*What you need to do*
The word "Verificações" occurs in some lines of the data. Return each such line.

BEGIN Data shown

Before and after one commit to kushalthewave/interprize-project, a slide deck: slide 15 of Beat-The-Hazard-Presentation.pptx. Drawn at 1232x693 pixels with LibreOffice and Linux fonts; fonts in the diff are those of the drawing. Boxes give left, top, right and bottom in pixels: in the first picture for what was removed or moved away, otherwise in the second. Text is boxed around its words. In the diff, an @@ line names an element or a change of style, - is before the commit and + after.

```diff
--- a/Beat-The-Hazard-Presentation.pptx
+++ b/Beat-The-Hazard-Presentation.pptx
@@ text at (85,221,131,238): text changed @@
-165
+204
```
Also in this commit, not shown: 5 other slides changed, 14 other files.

END Data shown
BEGIN Data shown

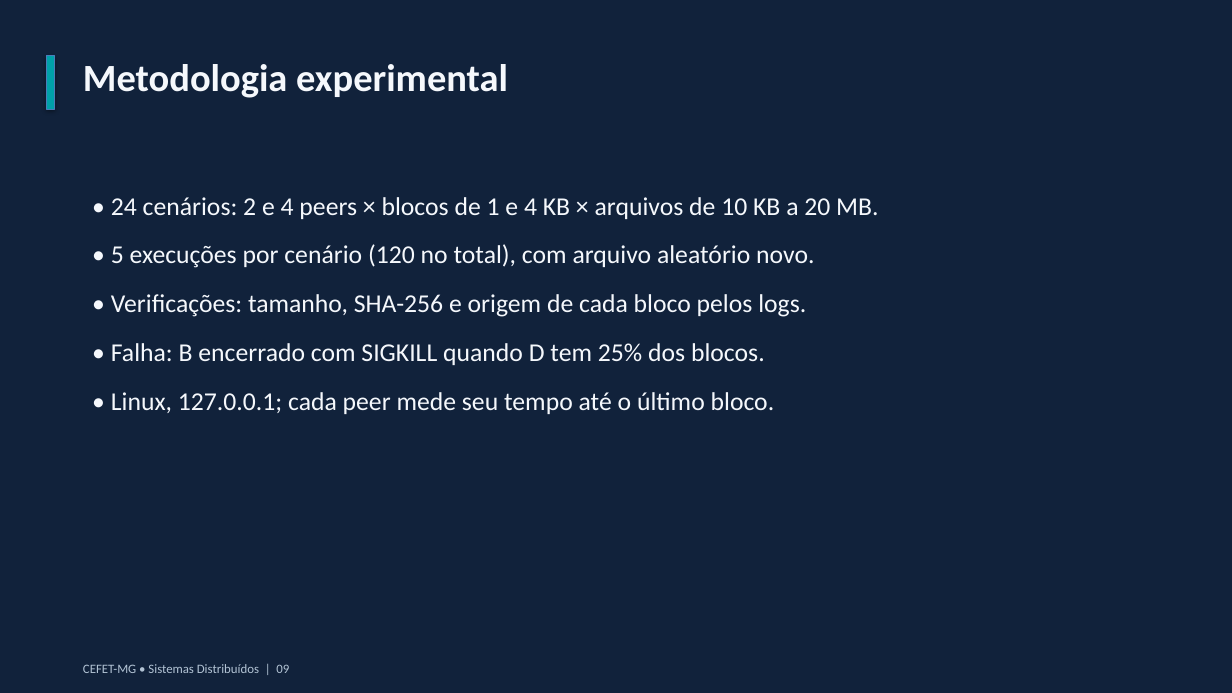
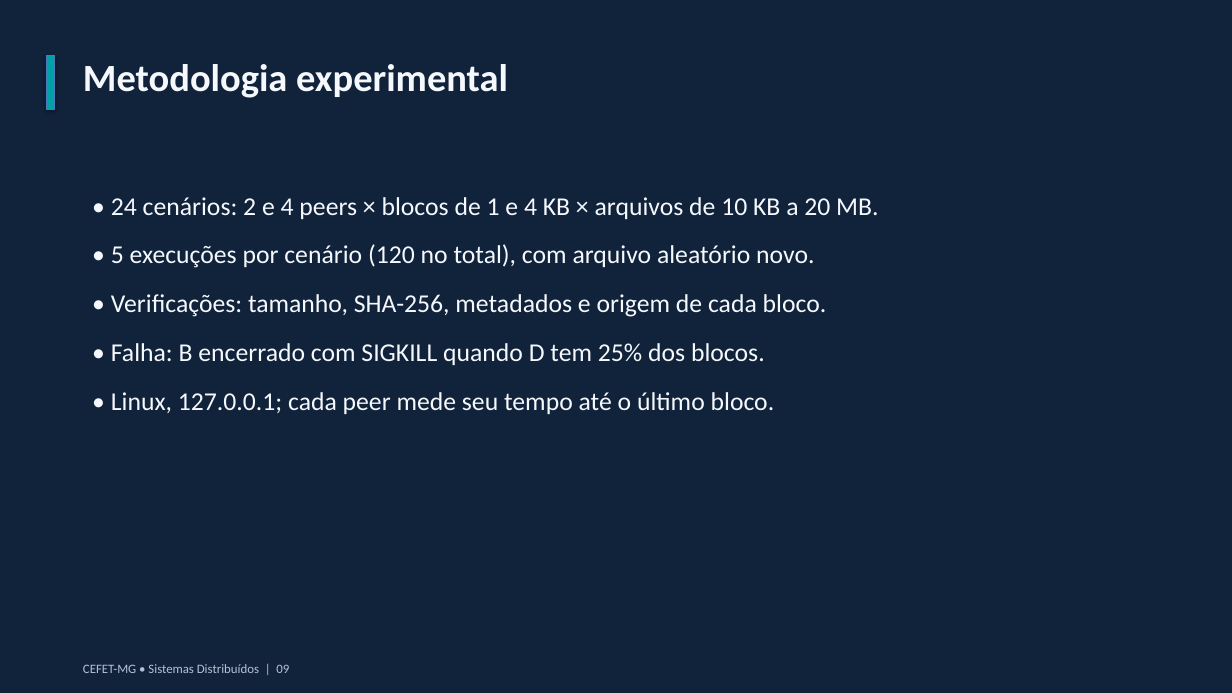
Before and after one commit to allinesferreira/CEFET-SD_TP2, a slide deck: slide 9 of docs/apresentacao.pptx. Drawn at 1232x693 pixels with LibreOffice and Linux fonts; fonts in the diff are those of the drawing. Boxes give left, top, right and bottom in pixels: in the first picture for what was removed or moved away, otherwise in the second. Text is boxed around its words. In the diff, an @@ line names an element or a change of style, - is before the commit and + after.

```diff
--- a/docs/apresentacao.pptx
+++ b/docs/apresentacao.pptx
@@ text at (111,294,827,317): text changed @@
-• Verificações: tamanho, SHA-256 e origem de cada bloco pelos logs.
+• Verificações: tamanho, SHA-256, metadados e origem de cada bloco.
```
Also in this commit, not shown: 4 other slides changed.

END Data shown

*Reply*
-• Verificações: tamanho, SHA-256 e origem de cada bloco pelos logs.
+• Verificações: tamanho, SHA-256, metadados e origem de cada bloco.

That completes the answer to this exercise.